◆ Task brief ◆
Could you filter the records below down to the lines that include the word "REGEXUS"?

[Extracted records]
....................
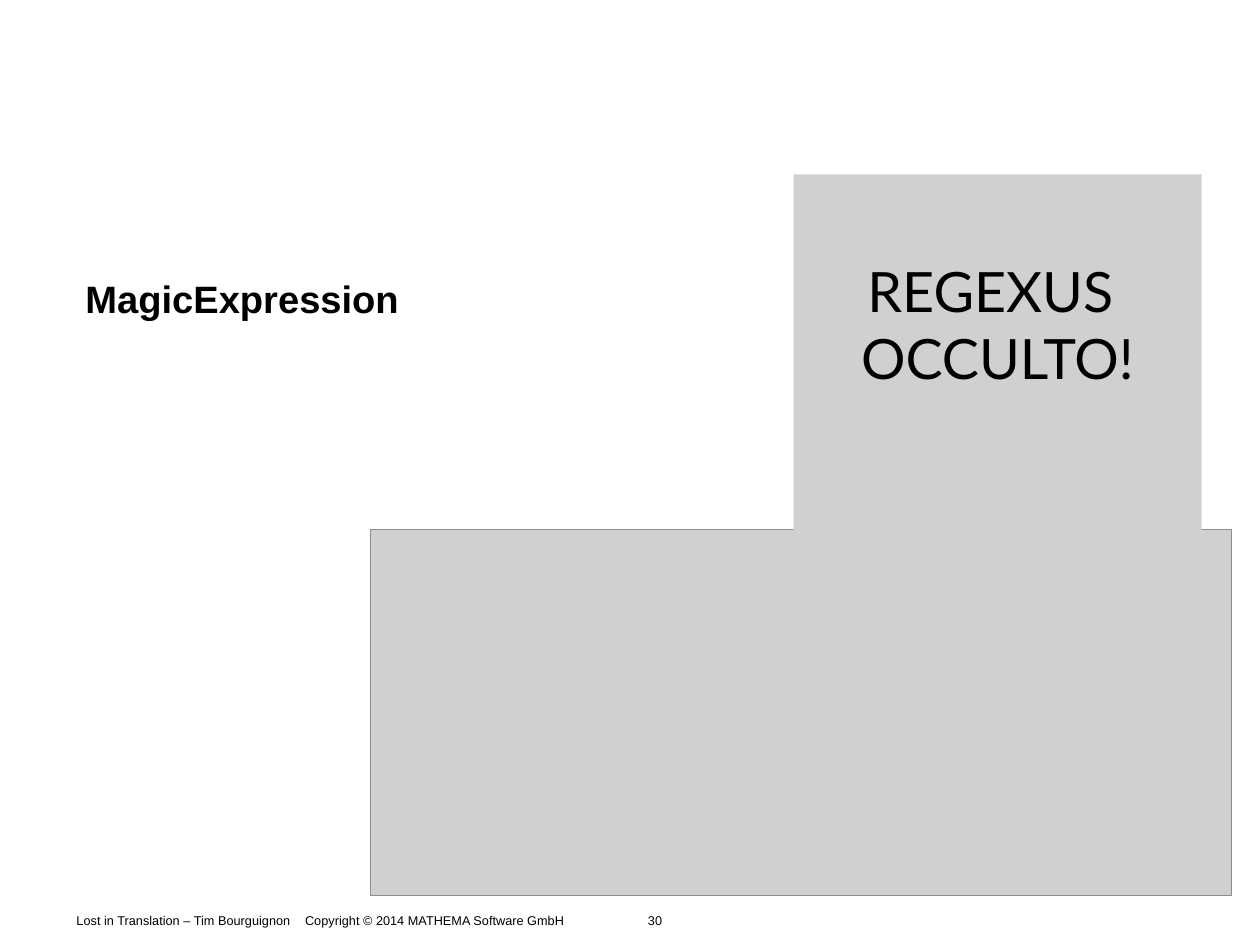
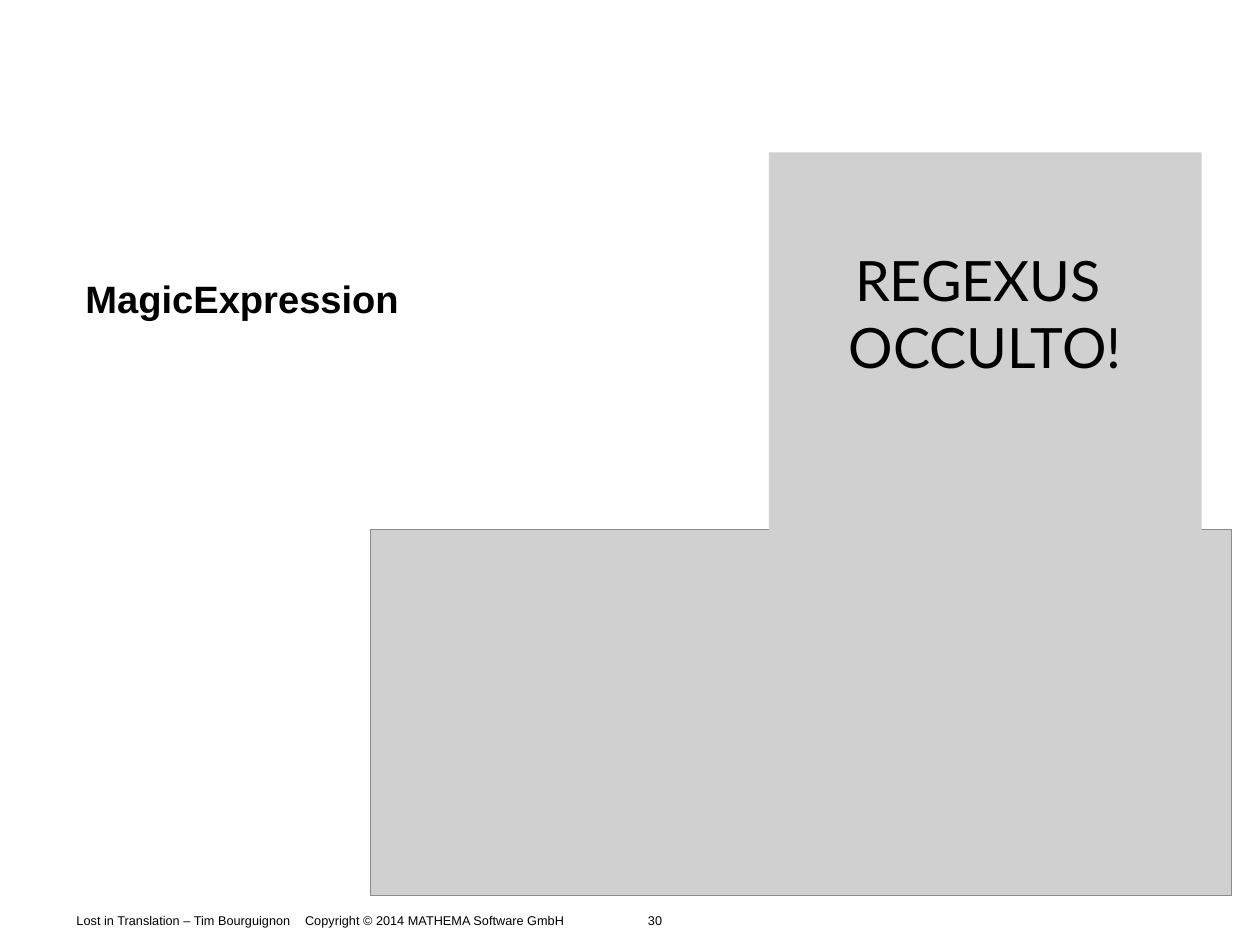
Before and after one commit to Timothep/Talk.LostInTranslation, a slide deck: slide 30 of LostInTranslation.odp. Drawn at 1260x945 pixels with LibreOffice and Linux fonts; fonts in the diff are those of the drawing; grey boxes stand for pictures; background and template pictures are left out. Boxes give left, top, right and bottom in pixels: in the first picture for what was removed or moved away, otherwise in the second. Text is boxed around its words. In the diff, an @@ line names an element or a change of style, - is before the commit and + after.

```diff
--- a/LostInTranslation.odp
+++ b/LostInTranslation.odp
@@ picture "REGEXUS": place and size @@
-picture "REGEXUS" at (794,175,1202,541)
+picture "REGEXUS" at (769,152,1203,540)
```
Also in this commit, not shown: 6 other slides changed.
....................
◆ Expected output ◆
@@ picture "REGEXUS": place and size @@
-picture "REGEXUS" at (794,175,1202,541)
+picture "REGEXUS" at (769,152,1203,540)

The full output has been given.